Ambas cepas de ratones perdieron aproximadamente el 5% de su peso corporal inmediatamente después de la infección. Sin embargo, el EGFP condicional que expresaba ratones recuperó sus pesos originales en el segundo día. Mientras que los ratones MyD88 no lo hicieron.
El cierre de la herida en presencia de la infección por Estafilococo no fue diferente entre las dos cepas. Sin embargo, los ratones myD88 noqueadores heridos estérilmente.tenían un defecto significativo en la cicatrización de heridas, en comparación con los animales que expresan EGFP condicionalmente. Las imágenes de animales enteros revelaron una mayor carga bacteriana, como lo demuestra un aumento de la señal bioluminiscente en las heridas de los animales noqueados MyD88, en comparación con los animales que expresan EGFP condicionalmente.
También se observó una disminución del 40% en el tráfico inicial de neutrófilos a heridas no infectadas de animales noqueados de MyD88, en comparación con los animales de expresión de EGFP condicionales. Cuando se introdujeron de 1 x 10 a la 7a colonia unidades formadoras de Staph aureus inmediatamente después de las heridas, el tráfico de neutrófilos se atenió significativamente en animales noqueados en comparación con los animales que expresaban la EGFP condicional. Antes de dispensar las bacterias, asegúrese de que no haya burbujas de aire en la jeringa y de que la ubicación de la aguja esté correctamente colocada en el centro de la herida.

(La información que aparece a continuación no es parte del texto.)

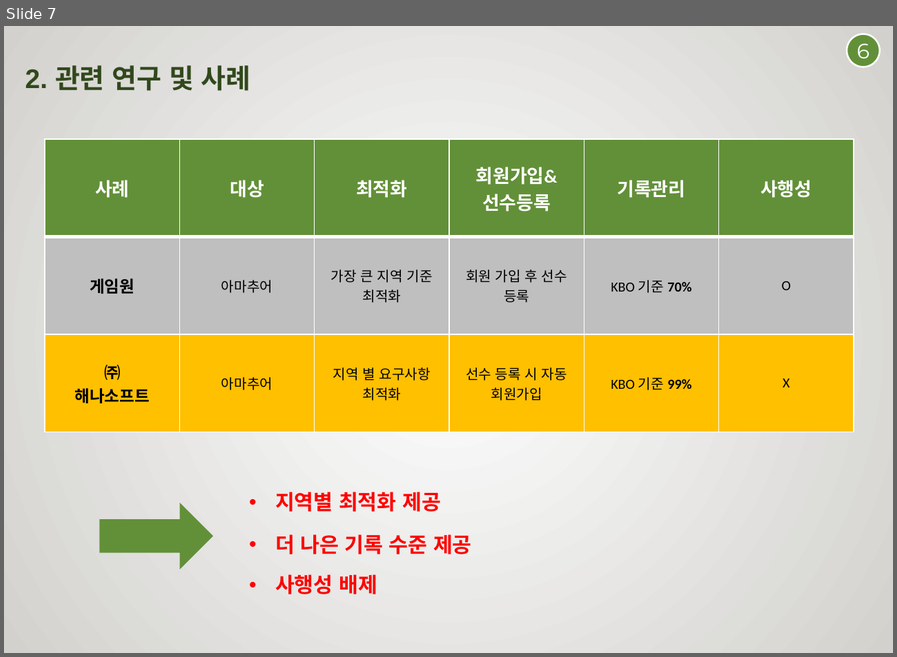
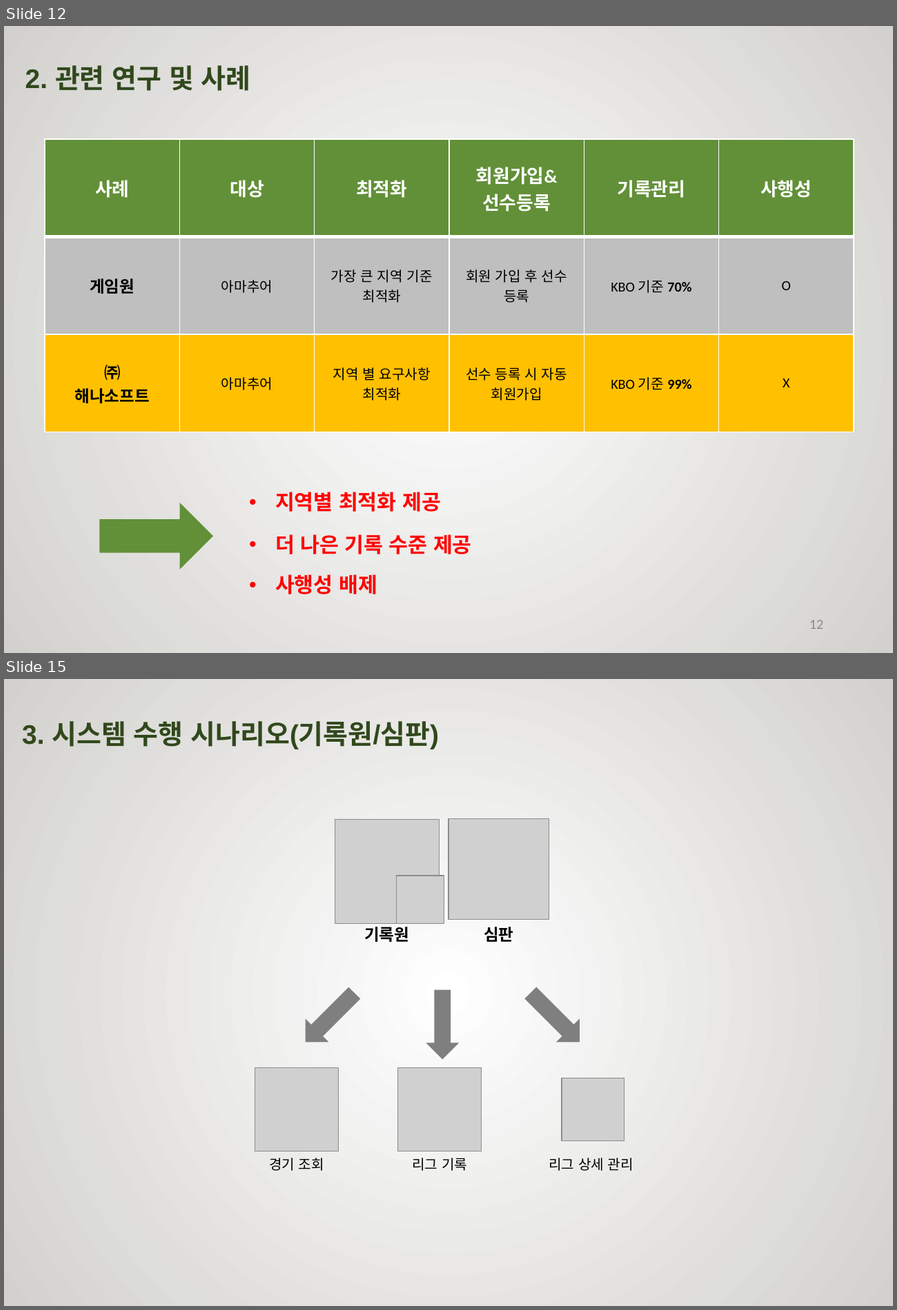
Before and after one commit to rimbong/Webengers, a slide deck: resources/졸작설계서.pptx. Shown one above the other, each under a label of ours: slide 7 before the commit, slides 12 and 15 after it; the slides between them are not shown. The pictures are 897x657 and 897x1310 pixels, drawn with LibreOffice and Linux fonts; fonts in the diff are those of the drawing; grey boxes stand for pictures; background and template pictures are left out. Boxes give left, top, right and bottom in pixels: in the first picture for what was removed or moved away, otherwise in the second. Text is boxed around its words. In the diff, an @@ line names an element or a change of style, - is before the commit and + after.

```diff
--- a/resources/졸작설계서.pptx
+++ b/resources/졸작설계서.pptx
@@ slide 15 added at [4,679,893,1306], background picture (left out) @@
@@ text added at [22,721,439,749], 40 pt, text #31481C, bold @@
+3. 시스템 수행 시나리오(기록원/심판)
@@ picture added at [335,820,439,924] @@
@@ picture added at [449,818,549,919] @@
@@ picture added at [396,876,444,923] @@
@@ text added at [364,927,409,942], 14 pt, text #000000, bold @@
+기록원
@@ text added at [484,927,513,942], 14 pt, text #000000, bold @@
+심판
@@ right arrow added at [294,981,366,1053], fill #7F7F7F @@
@@ right arrow added at [519,981,590,1053], fill #7F7F7F @@
@@ right arrow added at [426,990,459,1059], fill #7F7F7F @@
@@ picture added at [254,1067,339,1152] @@
@@ picture added at [398,1067,481,1152] @@
@@ picture added at [562,1078,624,1141] @@
@@ text added at [269,1158,324,1171], 12 pt, text #000000 @@
+경기 조회
@@ text added at [412,1158,467,1171], 12 pt, text #000000 @@
+리그 기록
@@ text added at [548,1158,633,1171], 12 pt, text #000000 @@
+리그 상세 관리
@@ what was slide 7 is now slide 12 @@
@@ slide 12 changed as well @@
@@ ellipse removed at [846,34,880,67] @@
-6
@@ page number added at [809,620,823,629], 12 pt, text #8C8C8C @@
+12
```
Also in this commit, not shown: 17 other slides changed, 16 other slides added, 2 slides removed.

Los tejidos animales se pueden cosechar en el punto final para medir la expresión de proteínas de interés y la diseminación bacteriana de la herida. El estafilococo aureus es infeccioso para los humanos. Como tal, se debe usar equipo de protección personal al manipular las bacterias, y se debe tener precaución al manipular una jeringa que contenga el patógeno.
Esta técnica ha ayudado a explorar el uso de tratamientos biológicos para las infecciones por Staph aureus que mejoran la respuesta inmune innata de los huéspedes contra la infección.